Source information section start

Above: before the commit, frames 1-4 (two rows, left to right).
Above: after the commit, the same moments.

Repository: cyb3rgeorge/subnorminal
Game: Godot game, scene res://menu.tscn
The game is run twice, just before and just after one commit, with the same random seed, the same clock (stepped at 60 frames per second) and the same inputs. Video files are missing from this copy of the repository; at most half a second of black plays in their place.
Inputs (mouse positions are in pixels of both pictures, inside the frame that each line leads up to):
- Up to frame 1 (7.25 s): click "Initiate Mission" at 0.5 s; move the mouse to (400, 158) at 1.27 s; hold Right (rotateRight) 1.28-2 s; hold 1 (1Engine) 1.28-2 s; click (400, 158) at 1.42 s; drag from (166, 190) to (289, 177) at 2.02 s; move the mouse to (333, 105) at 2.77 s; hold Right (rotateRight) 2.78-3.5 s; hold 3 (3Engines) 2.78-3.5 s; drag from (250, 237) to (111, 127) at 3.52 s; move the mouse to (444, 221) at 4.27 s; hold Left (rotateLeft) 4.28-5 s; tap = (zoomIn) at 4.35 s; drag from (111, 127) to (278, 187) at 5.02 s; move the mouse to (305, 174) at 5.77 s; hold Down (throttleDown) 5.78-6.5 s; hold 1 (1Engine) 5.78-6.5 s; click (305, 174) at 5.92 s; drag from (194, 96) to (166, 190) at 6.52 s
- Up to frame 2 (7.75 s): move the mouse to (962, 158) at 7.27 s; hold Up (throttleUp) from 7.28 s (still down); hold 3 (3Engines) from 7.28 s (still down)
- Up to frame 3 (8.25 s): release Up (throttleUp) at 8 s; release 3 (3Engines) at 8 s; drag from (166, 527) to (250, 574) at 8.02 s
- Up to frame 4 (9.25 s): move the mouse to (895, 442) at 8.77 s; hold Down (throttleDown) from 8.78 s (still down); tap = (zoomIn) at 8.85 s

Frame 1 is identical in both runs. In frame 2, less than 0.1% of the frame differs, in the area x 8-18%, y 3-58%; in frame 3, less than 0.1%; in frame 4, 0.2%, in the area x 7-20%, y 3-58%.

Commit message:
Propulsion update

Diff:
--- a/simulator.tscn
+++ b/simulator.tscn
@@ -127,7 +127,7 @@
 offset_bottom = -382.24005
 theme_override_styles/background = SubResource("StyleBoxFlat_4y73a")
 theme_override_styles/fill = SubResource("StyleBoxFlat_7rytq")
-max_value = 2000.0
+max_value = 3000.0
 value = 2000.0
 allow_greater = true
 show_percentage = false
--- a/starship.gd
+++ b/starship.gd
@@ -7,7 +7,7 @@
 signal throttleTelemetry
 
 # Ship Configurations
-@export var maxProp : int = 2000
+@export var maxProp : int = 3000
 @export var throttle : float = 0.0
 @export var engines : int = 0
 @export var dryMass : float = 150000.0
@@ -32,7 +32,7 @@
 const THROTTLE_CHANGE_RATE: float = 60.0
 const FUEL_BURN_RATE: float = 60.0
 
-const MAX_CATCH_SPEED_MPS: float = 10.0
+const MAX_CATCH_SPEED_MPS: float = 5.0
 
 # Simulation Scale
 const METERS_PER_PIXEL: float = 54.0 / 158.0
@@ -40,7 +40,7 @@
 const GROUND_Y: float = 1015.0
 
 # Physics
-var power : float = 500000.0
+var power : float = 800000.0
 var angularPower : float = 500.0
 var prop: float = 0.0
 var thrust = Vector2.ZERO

Source information section end

To do: Write down exactly the line with "-32,7 +32,7 @@", then each line after it through the end of the data.

Solution for this task:
@@ -32,7 +32,7 @@
 const THROTTLE_CHANGE_RATE: float = 60.0
 const FUEL_BURN_RATE: float = 60.0
 
-const MAX_CATCH_SPEED_MPS: float = 10.0
+const MAX_CATCH_SPEED_MPS: float = 5.0
 
 # Simulation Scale
 const METERS_PER_PIXEL: float = 54.0 / 158.0
@@ -40,7 +40,7 @@
 const GROUND_Y: float = 1015.0
 
 # Physics
-var power : float = 500000.0
+var power : float = 800000.0
 var angularPower : float = 500.0
 var prop: float = 0.0
 var thrust = Vector2.ZERO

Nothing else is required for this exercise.